Mark, it's Rich. A couple of years ago, you might have considered this area not very promising for business development, but I believe it's improving. The cost of capital for small companies is contributing to this positive change. We haven't aggressively pursued expanding the pipeline and R&D expenditures lately, as we've been focused on launching LYBALVI and advancing the orexin program and its derivatives, which we haven't discussed moving forward yet. We are in a good position with enough in the pipeline to get us started, but we don’t feel an urgency to take action just yet. We are allowing things to develop. Our business development team is sophisticated and has a wide range of expertise, looking at opportunities from late-stage commercial options to early-stage ideas, all aligned with our scientific capabilities. So, stay tuned. As we progress as a neuroscience company, we aim to enhance our pipeline in a cost-effective manner.

And orexins and derivatives, is that referring to the previous question about potentially having multiple orexins for the different channels of with cataplexy, without cataplexy, the IH, that kind of thing.

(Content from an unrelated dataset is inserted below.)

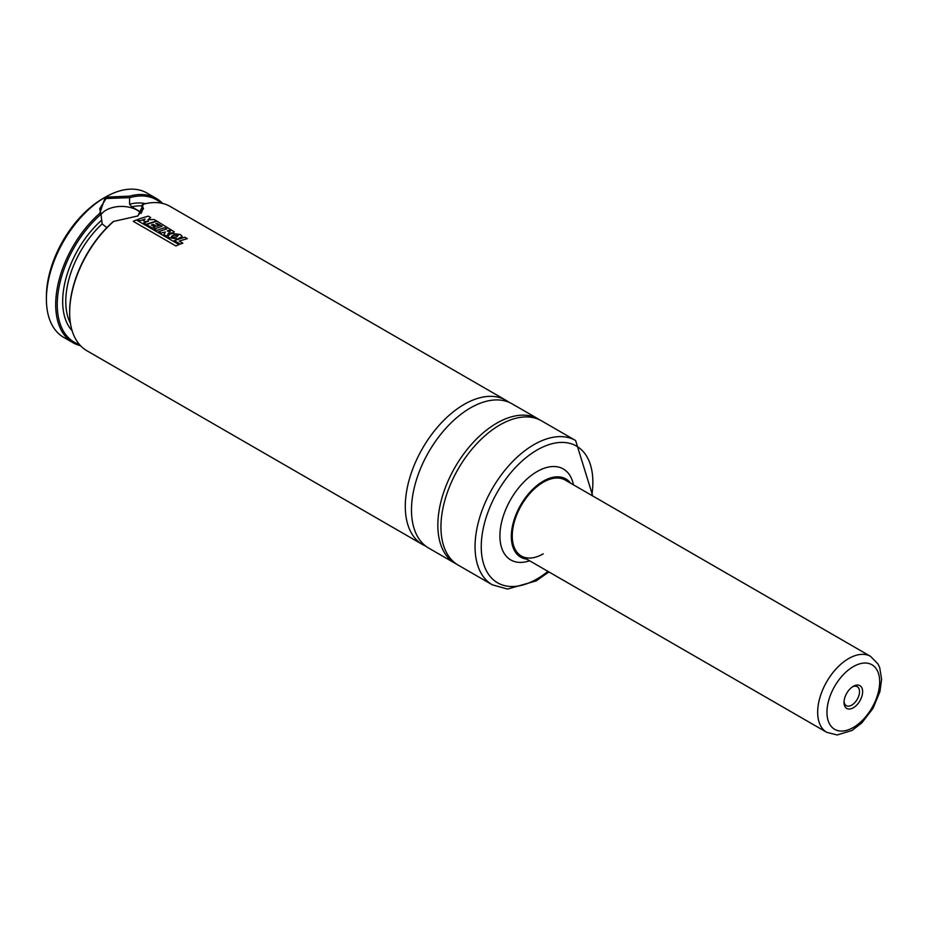 <?xml version="1.0" encoding="UTF-8"?>
<svg xmlns="http://www.w3.org/2000/svg" width="928" height="928" viewBox="0 0 928 928"><rect width="100%" height="100%" fill="white"/><g stroke="black" fill="none" stroke-linecap="round" stroke-linejoin="round"><path stroke-width="1.39" d="M425.755 546.128A83.311 48.105 -60 0 1 422.542 544.539A83.311 48.105 -60 0 1 409.77 477.781A83.311 48.105 -60 0 1 464.197 404.364A83.311 48.105 -60 0 1 505.853 400.246A83.311 48.105 -60 0 1 508.846 402.23M69.658 312.179A82.221 47.467 -60 0 1 69.658 311.727A82.221 47.467 -60 0 1 113.378 221.444L113.657 221.409A83.311 48.105 120 0 0 69.658 312.632A83.311 48.105 120 0 0 86.907 350.761L422.542 544.539M106.836 227.65L102.15 223.892L100.978 214.287A82.221 47.467 120 0 0 58.51 289.977A82.221 47.467 120 0 0 79.437 344.52M161.078 203.116A82.221 47.467 120 0 0 129.792 197.652L106.082 198.511L99.667 208.788L101.175 214.333M101.175 214.472A21.924 12.656 180 0 1 106.082 210.146A21.924 12.656 180 0 1 141.184 213.405M499.856 424.954A83.311 48.105 -60 0 1 541.511 420.825L575.615 440.522A83.311 48.105 -60 0 0 533.96 444.64A83.311 48.105 -60 0 0 479.532 518.056A83.311 48.105 -60 0 0 492.304 584.814L458.2 565.129A83.311 48.105 -60 0 1 445.428 498.371A83.311 48.105 -60 0 1 499.856 424.954M526.756 559.132A45.159 26.077 -60 0 1 512.5 525.898A45.159 26.077 -60 0 1 543.263 481.168A45.159 26.077 -60 0 1 570.604 483.186M529.598 560.779A52.525 30.322 -60 0 1 500.111 531.454A52.525 30.322 -60 0 1 537.068 471.575A52.525 30.322 -60 0 1 573.446 484.834M543.263 553.842A43.848 25.311 -60 0 1 521.339 556.011A43.848 25.311 -60 0 1 514.622 520.875A43.848 25.311 -60 0 1 543.263 482.235A43.848 25.311 -60 0 1 565.187 480.066L870.592 656.386A43.848 25.311 -60 0 0 848.668 658.555A43.848 25.311 -60 0 0 820.027 697.195A43.848 25.311 -60 0 0 826.744 732.331L521.339 556.011M80.516 345.715A83.311 48.105 -60 0 1 72.952 342.71L63.649 337.34A83.311 48.105 -60 0 1 46.4 299.199L46.4 296.519A80.028 46.203 -60 0 1 102.985 198.511L105.305 197.165A83.311 48.105 -60 0 1 146.972 193.036L156.264 198.406A83.311 48.105 -60 0 1 162.655 203.452M428.748 548.123A83.311 48.105 -60 0 1 415.976 481.365A83.311 48.105 -60 0 1 470.403 407.949A83.311 48.105 -60 0 1 512.059 403.819L538.414 419.038A83.311 48.105 -60 0 0 496.758 423.168A83.311 48.105 -60 0 0 442.331 496.573A83.311 48.105 -60 0 0 455.103 563.342L428.748 548.123M72.952 342.71A83.311 48.105 -60 0 1 57.756 285.58A83.311 48.105 -60 0 1 99.714 213.347L105.305 197.165L129.514 196.144A83.311 48.105 -60 0 1 156.264 198.406M505.853 400.246L170.218 206.468A83.311 48.105 120 0 0 143.469 204.195L137.866 215.957L113.657 221.409M129.595 197.919L129.595 204.195L131.73 206.816L141.033 212.187L141.996 211.352L141.996 205.088L143.469 204.195M141.926 211.99A72.349 41.772 -60 0 0 141.033 212.187L141.996 211.352M46.4 299.199A83.311 48.105 -60 0 1 105.305 197.165M137.472 216.189L143.515 208.788L141.996 205.088M129.514 196.144L129.792 197.652M100.978 214.287L99.714 213.347M146.044 224.309L156.6 220.957L154.083 219.507L147.923 219.774L150.707 217.546L148.26 216.143L141.613 218.08L137.669 219.495L139.989 220.829L145.104 219.054L143.306 220.609L144.896 221.525L148.457 221.212L143.631 222.917L146.044 224.309M166.82 236.315L168.42 233.148L173.374 232.754L174.313 231.849L157.006 221.189L146.415 224.553L152.494 228.056L155.034 227.116L151.392 225.017L153.248 224.402L156.612 226.339L159.14 225.562L155.753 223.613L156.925 223.277L162.191 226.316L154.118 228.996L156.565 230.411L164.639 227.731L166.75 228.949L158.7 231.629L161.124 233.032L165.312 232.023L163.908 234.633L166.82 236.315M170.416 231.037L169.232 230.306L167.202 230.933L169.522 231.698L170.416 231.037L169.522 231.698M178.988 244.574L136.288 219.924L133.249 221.34L175.926 245.978L178.988 244.574M179.208 241.071L187.282 238.658L184.846 237.243L174.232 240.596L180.299 244.099L182.828 243.159L179.208 241.071M168.966 237.73L177.712 238.925L182.236 236.454L180.415 234.54L171.97 233.496L169.673 234.285L168.014 236.315L168.966 237.73M171.599 236.942L176.436 237.116L178.234 235.341L173.2 235.306L171.309 236.524M844.051 701.464A10.962 6.334 120 0 0 846.29 705.651A10.962 6.334 120 0 0 854.734 702.705A10.962 6.334 120 0 0 859.525 691.673A10.962 6.334 120 0 0 857.252 686.662A10.962 6.334 120 0 0 852.507 686.813M844.016 702.415A13.154 7.598 120 0 0 853.319 707.786A13.154 7.598 120 0 0 862.622 691.673A13.154 7.598 120 0 0 853.319 686.302A13.154 7.598 120 0 0 844.016 702.415M547.949 571.381A78.926 45.565 -60 0 1 537.068 578.898A78.926 45.565 -60 0 1 481.249 546.685A78.926 45.565 -60 0 1 537.068 450.01A78.926 45.565 -60 0 1 591.797 495.424M131.73 206.816A72.349 41.772 -60 0 1 141.996 205.935M70.47 323.443A72.349 41.772 -60 0 1 102.15 223.892M129.595 204.195A74.542 43.036 -60 0 1 145.534 203.673M72.152 330.786A74.542 43.036 -60 0 1 101.175 220.597M853.319 666.617A37.271 21.518 -60 0 1 879.674 681.836A37.271 21.518 -60 0 1 853.319 727.482A37.271 21.518 -60 0 1 826.964 712.263A37.271 21.518 -60 0 1 853.319 666.617M69.658 311.727L69.658 312.632M492.304 584.814L507.535 589.071L536.152 580.905L548.912 571.926M592.76 495.981L575.615 440.522M539.968 420.001L538.414 419.038M456.715 564.212L455.103 563.342M826.744 732.331L837.16 734.964L851.962 730.487L861.81 722.924L873.016 708.377L879.941 691.58L881.6 679.308L879.721 667.684L877.992 663.949L870.592 656.386"/></g></svg>

Yes. And there's a lot to be done as we figure out how to create these small molecule orexin receptor agonists. I think thinking that the full embodiment would be in the first drug is probably naive. So we want to make sure we're ahead of the curve on that.

Okay. Thanks, Mark. I think we have time for one more question.

That question comes from the line of Douglas Tsao with H.C. Wainwright.

Most of my questions have been asked and answered. But just in terms of the DTC campaign, I'm just curious, do you expect to have a greater impact on the demand for bipolar indication? Or do you think it would have more impact on the schizophrenia indication?

Yes. Doug, we believe that the two aspects work in harmony. The strength of LYBALVI lies in its broad indications, which is not common for products launched in this category. Over the past 18 months, we've realized that this market is primarily driven by efficacy, which sets LYBALVI apart. Therefore, we have crafted a unique campaign tailored for this purpose. We understand the media consumption habits of patients dealing with schizophrenia and bipolar disorder. The initial phase of our digital program focused specifically on these conditions. The TV aspect covers the bipolar market, which presents a significant opportunity. Patients often switch therapies multiple times, creating a major opportunity for us. Overall, this program functions cohesively; the digital component addresses both indications, while we will activate the bipolar patient population through television.

All right. Well, thanks, everyone, for joining us on the call today. Please don't hesitate to reach out if you have any follow-up questions. Thank you.

This concludes today's conference. You may disconnect your lines at this time. Thank you for your participation.